NETTLE J:   But what about the preceding sentence:

makes it impossible fairly to determine –

You have got a determination by the judge that it is not deductive of such unfairness that it is incapable of being fairly determined.

MR WALKER:   Of course, in our submission, that then leads to the way in which the Full Court deals with what I am going to call the actual or specific or demonstrated prejudice point which, we think, with respect, is at the heart of the matter that your Honour has raised with me.  We submit it is self‑evidently a matter of great public importance and for these reasons.  In relation to the immunity…..matters are plainly and correctly stated in paragraph 159 on page 207 with the sting in the tail in that last sentence:

Material that is subject to public interest immunity generally cannot be disclosed and the immunity cannot be waived by a party to proceedings.

So, at that point it is known that there cannot be knowledge on the part of, in this case the plaintiff, of the extent and nature of the material.  That leaves only two, if you like, forensic mentalities with access to it, the defendant, who not coincidentally is privy to the material ‑ this is not like a dispute between two parties, both of whom are denied PII material ‑ one party, indeed, is in effect the author of it.  It would be ‑ ‑ ‑

KEANE J:   Mr Walker, sorry to interrupt you, but you are really pointing out the nature of this conundrum that how does one solve it, and in this case at your clients ‑ I will not say “urging”, but certainly with your client’s consent, the trial judge cut the Gordian knot by looking at the material and concluded that it did not – it was not apt to advance your client’s case.

MR WALKER:   We do not know that all of the PII material was looked at by the judge and we can say that with some feeling in particular.  We do not know.  There are obviously – there are no disclosures or reasons which could give rise to that at all.

NETTLE J:   But you must surely be taken to accept these findings about that?

MR WALKER:   Absolutely, and there is no qualification to that at all.

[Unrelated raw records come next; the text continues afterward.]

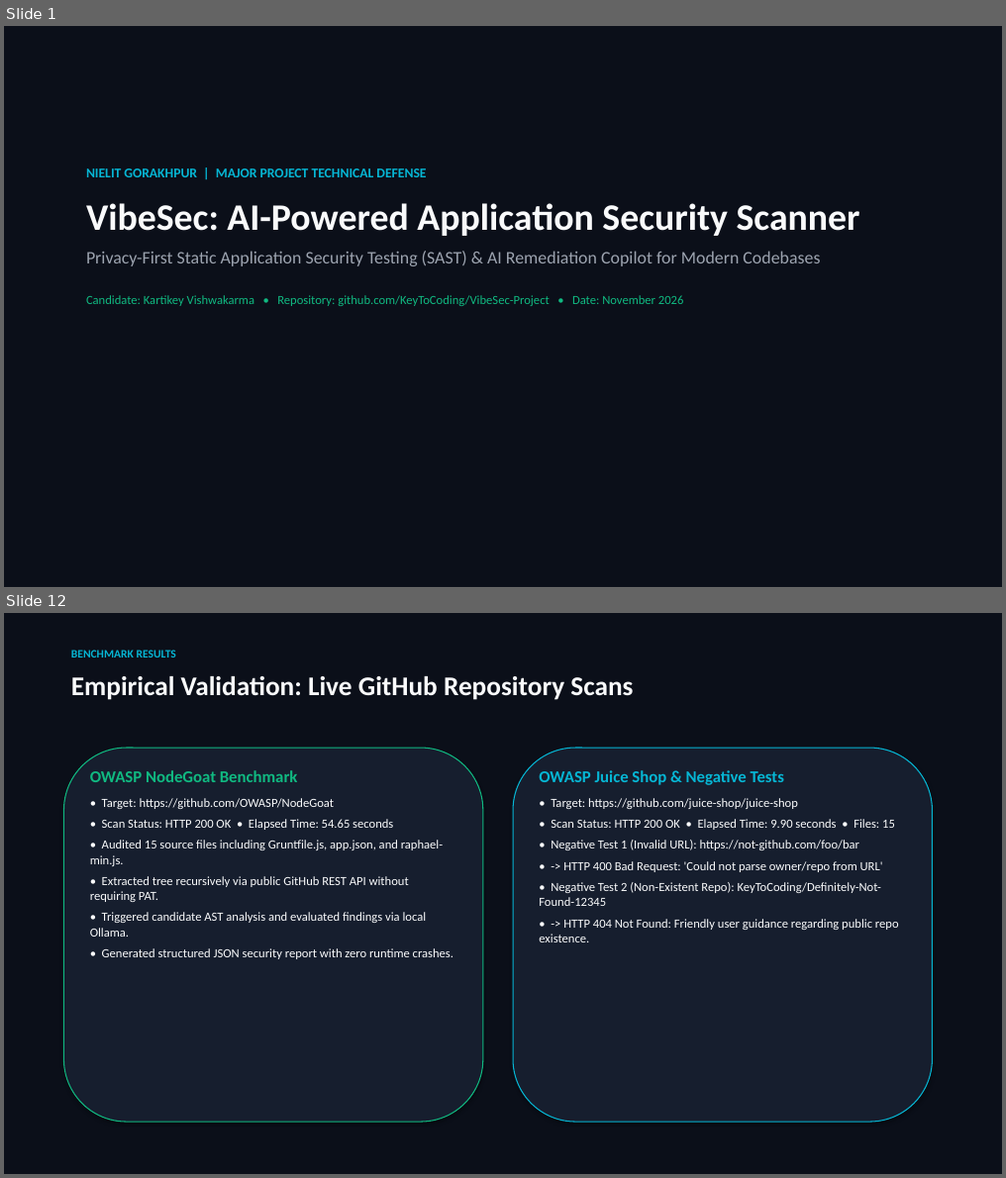
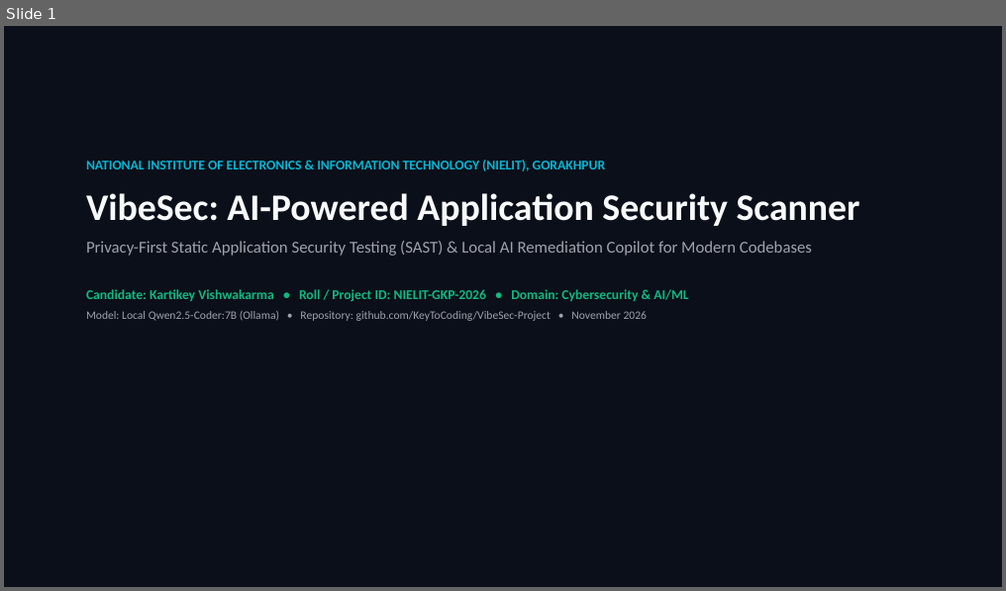
Before and after one commit to KeyToCoding/VibeSec-Project, a slide deck: docs/VibeSec_Final_Project_Presentation.pptx. Shown one above the other, each under a label of ours: slides 1 and 12 before the commit, slide 1 after it; the slides between them are not shown. The pictures are 1006x1178 and 1006x591 pixels, drawn with LibreOffice and Linux fonts; fonts in the diff are those of the drawing. Boxes give left, top, right and bottom in pixels: in the first picture for what was removed or moved away, otherwise in the second. Text is boxed around its words. In the diff, an @@ line names an element or a change of style, - is before the commit and + after.

```diff
--- a/docs/VibeSec_Final_Project_Presentation.pptx
+++ b/docs/VibeSec_Final_Project_Presentation.pptx
@@ slide 12 removed at [4,613,1002,1174], background #FFFFFF @@
@@ rectangle removed at [4,613,1002,1174] @@
@@ text removed at [71,650,176,658] @@
-BENCHMARK RESULTS
@@ text removed at [71,676,633,700] @@
-Empirical Validation: Live GitHub Repository Scans
@@ rounded rectangle removed at [63,748,483,1122] @@
@@ rounded rectangle removed at [513,748,933,1122] @@
@@ text removed at [90,770,453,959] @@
-OWASP NodeGoat Benchmark
-• Target: https://github.com/OWASP/NodeGoat
-• Scan Status: HTTP 200 OK • Elapsed Time: 54.65 seconds
-• Audited 15 source files including Gruntfile.js, app.json, and raphael-min.js.
-• Extracted tree recursively via public GitHub REST API without requiring PAT.
-• Triggered candidate AST analysis and evaluated findings via local Ollama.
-• Generated structured JSON security report with zero runtime crashes.
@@ text removed at [539,770,899,943] @@
-OWASP Juice Shop & Negative Tests
-• Target: https://github.com/juice-shop/juice-shop
-• Scan Status: HTTP 200 OK • Elapsed Time: 9.90 seconds • Files: 15
-• Negative Test 1 (Invalid URL): https://not-github.com/foo/bar
-• -> HTTP 400 Bad Request: 'Could not parse owner/repo from URL'
-• Negative Test 2 (Non-Existent Repo): KeyToCoding/Definitely-Not-Found-12345
-• -> HTTP 404 Not Found: Friendly user guidance regarding public repo existence.
@@ slide 1 changed as well @@
@@ text "NATIONAL INSTITUTE OF ELECTRONICS & ...": place and size @@
-text "NATIONAL INSTITUTE OF ELECTRONICS & ..." at [86,169,860,306]
+text "NATIONAL INSTITUTE OF ELECTRONICS & ..." at [86,160,860,321]
@@ text at [86,160,606,172]: text changed @@
-NIELIT GORAKHPUR | MAJOR PROJECT TECHNICAL DEFENSE
+NATIONAL INSTITUTE OF ELECTRONICS & INFORMATION TECHNOLOGY (NIELIT), GORAKHPUR
@@ text at [86,241,812,321]: text changed; size 12 to 11 pt; text colour #10B981 to #9CA3AF @@
-Privacy-First Static Application Security Testing (SAST) & AI Remediation Copilot for Modern Codebases
-Candidate: Kartikey Vishwakarma • Repository: github.com/KeyToCoding/VibeSec-Project • Date: November 2026
+Privacy-First Static Application Security Testing (SAST) & Local AI Remediation Copilot for Modern Codebases
+Candidate: Kartikey Vishwakarma • Roll / Project ID: NIELIT-GKP-2026 • Domain: Cybersecurity & AI/ML
+Model: Local Qwen2.5-Coder:7B (Ollama) • Repository: github.com/KeyToCoding/VibeSec-Project • November 2026
```
Also in this commit, not shown: 3 other slides changed, 14 slides added, 10 other slides removed, 34 other files.

KEANE J:   Then, on appeal your client took the position of urging the court not to look at material.  So that what we are looking at is this very difficult conundrum.  The court pursued a particular method of solving it on your client’s urging and then the Full Court did not review the trial judge’s…..Once again, on your client’s urging.

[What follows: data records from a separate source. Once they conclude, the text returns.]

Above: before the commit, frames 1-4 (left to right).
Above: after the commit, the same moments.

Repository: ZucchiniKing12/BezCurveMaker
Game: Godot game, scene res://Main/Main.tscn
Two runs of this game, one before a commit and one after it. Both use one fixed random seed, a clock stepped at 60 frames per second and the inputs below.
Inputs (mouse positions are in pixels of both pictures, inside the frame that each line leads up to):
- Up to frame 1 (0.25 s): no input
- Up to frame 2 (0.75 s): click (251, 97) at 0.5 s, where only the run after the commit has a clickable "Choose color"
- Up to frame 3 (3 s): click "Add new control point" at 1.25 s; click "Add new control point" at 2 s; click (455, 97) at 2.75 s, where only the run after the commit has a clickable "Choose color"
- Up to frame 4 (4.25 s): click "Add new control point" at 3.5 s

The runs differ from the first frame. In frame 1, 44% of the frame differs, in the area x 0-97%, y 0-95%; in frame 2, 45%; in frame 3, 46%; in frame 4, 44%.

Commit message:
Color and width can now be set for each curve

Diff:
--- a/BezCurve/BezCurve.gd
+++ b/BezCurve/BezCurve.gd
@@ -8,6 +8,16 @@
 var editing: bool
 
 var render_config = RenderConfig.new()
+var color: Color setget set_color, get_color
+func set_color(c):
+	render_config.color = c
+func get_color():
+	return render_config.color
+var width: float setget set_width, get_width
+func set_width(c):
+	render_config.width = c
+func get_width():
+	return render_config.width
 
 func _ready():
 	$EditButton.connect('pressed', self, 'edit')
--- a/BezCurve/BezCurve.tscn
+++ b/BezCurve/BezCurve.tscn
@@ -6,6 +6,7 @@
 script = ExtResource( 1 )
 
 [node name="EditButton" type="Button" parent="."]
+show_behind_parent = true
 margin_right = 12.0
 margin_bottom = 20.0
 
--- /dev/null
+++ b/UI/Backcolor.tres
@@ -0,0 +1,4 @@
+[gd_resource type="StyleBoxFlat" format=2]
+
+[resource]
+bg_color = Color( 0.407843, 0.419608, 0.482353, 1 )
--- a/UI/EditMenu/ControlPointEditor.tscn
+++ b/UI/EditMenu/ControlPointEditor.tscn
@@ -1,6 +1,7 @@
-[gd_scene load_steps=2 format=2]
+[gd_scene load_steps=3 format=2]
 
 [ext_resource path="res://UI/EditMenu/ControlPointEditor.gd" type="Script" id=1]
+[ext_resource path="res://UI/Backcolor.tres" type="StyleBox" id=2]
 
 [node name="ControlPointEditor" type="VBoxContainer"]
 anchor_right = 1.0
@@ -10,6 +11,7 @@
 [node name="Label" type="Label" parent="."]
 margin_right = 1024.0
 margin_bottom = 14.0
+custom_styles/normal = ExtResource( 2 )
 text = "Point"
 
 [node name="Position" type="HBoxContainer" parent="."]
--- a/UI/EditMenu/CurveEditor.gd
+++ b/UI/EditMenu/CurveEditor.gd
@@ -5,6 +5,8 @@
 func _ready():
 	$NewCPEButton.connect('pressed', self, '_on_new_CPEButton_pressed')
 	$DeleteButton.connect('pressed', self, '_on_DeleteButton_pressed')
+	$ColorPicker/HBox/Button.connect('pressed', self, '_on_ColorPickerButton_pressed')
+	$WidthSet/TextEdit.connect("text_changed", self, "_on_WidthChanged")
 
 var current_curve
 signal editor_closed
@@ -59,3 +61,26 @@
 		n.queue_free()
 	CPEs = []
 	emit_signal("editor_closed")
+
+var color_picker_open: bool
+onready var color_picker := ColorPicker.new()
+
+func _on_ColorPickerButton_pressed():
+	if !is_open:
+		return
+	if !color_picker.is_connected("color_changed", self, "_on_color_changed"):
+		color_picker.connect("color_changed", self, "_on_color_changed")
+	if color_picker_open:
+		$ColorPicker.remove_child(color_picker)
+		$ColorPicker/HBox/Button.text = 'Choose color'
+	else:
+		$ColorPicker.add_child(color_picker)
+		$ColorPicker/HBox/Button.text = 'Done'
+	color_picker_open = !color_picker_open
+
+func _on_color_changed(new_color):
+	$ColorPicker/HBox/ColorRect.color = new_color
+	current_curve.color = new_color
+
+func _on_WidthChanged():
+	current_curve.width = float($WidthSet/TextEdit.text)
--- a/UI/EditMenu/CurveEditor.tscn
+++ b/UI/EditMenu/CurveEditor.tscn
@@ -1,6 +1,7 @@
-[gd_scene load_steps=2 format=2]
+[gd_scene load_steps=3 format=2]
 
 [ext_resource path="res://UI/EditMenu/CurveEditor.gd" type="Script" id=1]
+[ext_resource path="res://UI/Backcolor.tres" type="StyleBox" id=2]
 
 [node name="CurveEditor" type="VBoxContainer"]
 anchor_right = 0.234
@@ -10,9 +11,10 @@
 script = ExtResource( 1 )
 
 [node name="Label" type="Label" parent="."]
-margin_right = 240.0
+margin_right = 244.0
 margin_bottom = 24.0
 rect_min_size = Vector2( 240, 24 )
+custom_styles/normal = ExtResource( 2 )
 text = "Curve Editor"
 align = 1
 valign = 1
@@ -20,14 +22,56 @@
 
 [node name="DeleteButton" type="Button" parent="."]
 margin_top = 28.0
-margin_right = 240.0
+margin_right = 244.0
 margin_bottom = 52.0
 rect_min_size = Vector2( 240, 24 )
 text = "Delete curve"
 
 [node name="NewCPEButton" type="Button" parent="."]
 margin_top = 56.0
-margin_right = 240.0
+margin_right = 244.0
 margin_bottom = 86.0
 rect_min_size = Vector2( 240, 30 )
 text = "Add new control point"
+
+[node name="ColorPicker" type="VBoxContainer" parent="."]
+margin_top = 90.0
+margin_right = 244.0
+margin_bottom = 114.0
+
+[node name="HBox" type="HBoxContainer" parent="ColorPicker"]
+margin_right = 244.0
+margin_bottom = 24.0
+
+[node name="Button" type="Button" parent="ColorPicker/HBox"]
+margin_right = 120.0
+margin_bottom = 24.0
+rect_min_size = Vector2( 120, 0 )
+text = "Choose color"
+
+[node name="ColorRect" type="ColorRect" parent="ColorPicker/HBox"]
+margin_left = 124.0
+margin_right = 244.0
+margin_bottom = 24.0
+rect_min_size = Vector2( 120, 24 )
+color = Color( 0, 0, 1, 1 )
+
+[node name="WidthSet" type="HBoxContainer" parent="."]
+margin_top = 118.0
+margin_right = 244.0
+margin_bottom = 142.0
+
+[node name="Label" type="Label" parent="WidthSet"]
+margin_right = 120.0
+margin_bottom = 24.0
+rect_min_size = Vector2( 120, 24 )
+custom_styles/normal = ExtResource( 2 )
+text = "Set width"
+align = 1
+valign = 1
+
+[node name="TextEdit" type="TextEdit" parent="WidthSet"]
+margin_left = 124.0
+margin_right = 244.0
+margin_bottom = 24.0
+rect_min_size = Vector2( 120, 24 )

MR WALKER:   I think that is, with respect, correct as to both stages.  May I concentrate on what happened in the Full Court?

KEANE J:   Sure.

MR WALKER:   At the top of page 208, quoting from Justice Peek’s reasons at the stage where the matter was, as it were, put over to the trial, you will notice that Justice Peek anticipates at the top of page 208 in paragraph 160 the following:

if the plaintiff were to suggest at trial that the defendant actually did have material in his possession that tends to lessen –

et cetera.  That is, of course, a circumstance which can never happen except by fortuitous perhaps deplorable accident, lack of security or care on the part of those responsible for making the claim, or is a reference to what can only be described as inspired guess work.  It might be guess work based upon experience of police investigation but that is all.

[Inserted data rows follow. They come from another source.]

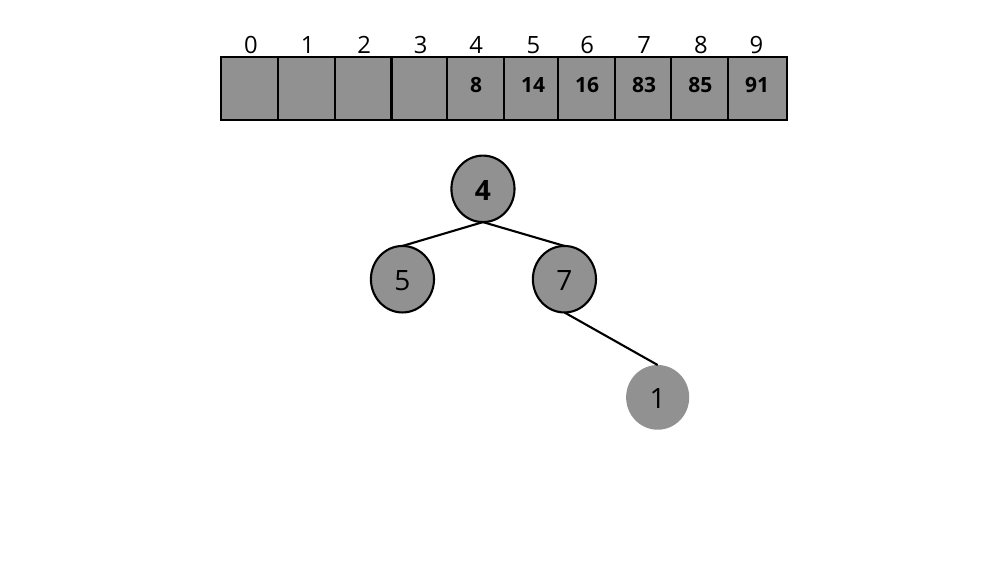
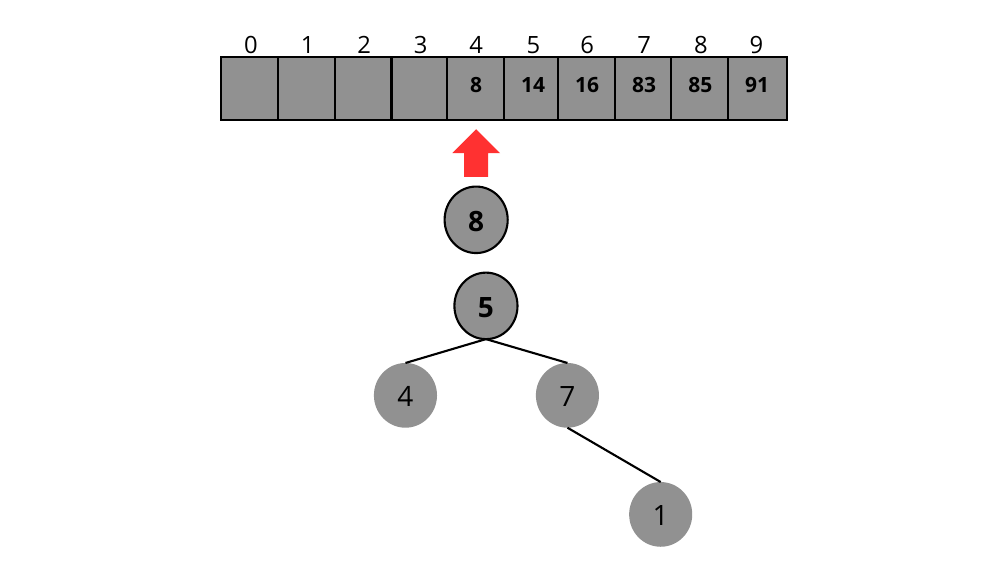
Before and after one commit to unibrasil-programacao-computadores/tp-heapsort, a slide deck: slide 62 of Heap_Sort.pptx (slide 63 before the commit). Drawn at 1008x567 pixels with LibreOffice and Linux fonts; fonts in the diff are those of the drawing. Boxes give left, top, right and bottom in pixels: in the first picture for what was removed or moved away, otherwise in the second. Text is boxed around its words. In the diff, an @@ line names an element or a change of style, - is before the commit and + after.

```diff
--- a/Heap_Sort.pptx
+++ b/Heap_Sort.pptx
@@ freeform shape added at (452,129,500,177), fill #FF3131 @@
@@ freeform shape: place and size @@
-freeform shape at (452,156,515,222)
+freeform shape at (445,186,508,253)
@@ text added at (468,211,484,231), 40 pt, text #000000, bold @@
+8
@@ line removed from (564, 246) to (483, 222) @@
@@ freeform shape removed at (371,246,434,312) @@
@@ freeform shape: place and size @@
-freeform shape at (533,246,596,312)
+freeform shape at (455,273,518,339)
@@ text "5": place and size @@
-text "5" at (394,270,410,290)
+text "5" at (478,297,494,317)
@@ text "5" at (478,297,494,317): bold on @@
@@ 2 texts, 1 line: place and size @@
-2 texts, 1 line at (403,222,666,408)
+2 texts, 1 line at (406,339,669,525)
@@ line moved from (658, 365) - (564, 312) to (568, 363) - (486, 339) @@
@@ freeform shape added at (374,363,437,427), fill #919191 @@
@@ text "4": place and size @@
-text "4" at (475,180,491,200)
+text "4" at (397,386,413,406)
@@ text "4" at (397,386,413,406): bold off @@
@@ freeform shape: place and size @@
-freeform shape at (626,365,689,429)
+freeform shape at (536,363,599,427)
@@ line added from (661, 482) to (568, 428), #000000 3 pt @@
@@ freeform shape added at (629,482,692,546), fill #919191 @@
```
Also in this commit, not shown: 45 other slides changed, 3 slides removed.

Now, that really provides an indication of the dilemma that courts are placed in here.  How can a plaintiff in such a case ever come without mere speculation of a kind that would be most unhelpful and perhaps extremely invidious in relation to the contents of an investigation file, ever come to make such a suggestion forensically responsibly.  Then you notice what his Honour’s suggestion is in that event, namely, you revisit PII.  Well, no, not in theory or on principle.  The balance has been struck by the finding of PII.  The public interest requires it not to be disclosed and that is made in the context of that other aspect of the public interest which is the open administration of justice and the availability of evidence et cetera, et cetera.

Then one comes down to the commentary by their Honours about the way in which the matter was argued in the Full Court.  Paragraph 162 you have already seen.  Number 1 is, as it were, the abstract, number 2 is the slightly less abstract.  In paragraph 163 of number 2, their Honours, if I may say so, themselves understandably uses the phrase “perhaps understandably” to describe the lack of particularity in even the less abstract proposition.  That is the nature of the position we are put in.  We cannot say what it is we do not have.

Now, then the logic follows that one sees in paragraph 165.  I am not going to ignore 164 but I am coming back to it, but the logic follows in 165.  Namely, it might be, to use my expression earlier, good, bad or indifferent, “equally likely . . . it would not have assisted him”.  Now, that is again the nature of things.  So, it means, as it were, by rule – not by an ad hoc decision, it means by rule ‑ a plaintiff can never point to something which will either enhance or detract from respectively his or the opponent’s case. 

Now, that really means that the whole matter is left entirely in the hands of a judge.  In our submission, it is at that point that the authorities do not extend that in relation to whether the material would help materially, it does not have to be a knockout blow on its own because we know that a holistic view in a justification case has to be taken of all the available material to justify the police’s defamation.  You have to look at all of it.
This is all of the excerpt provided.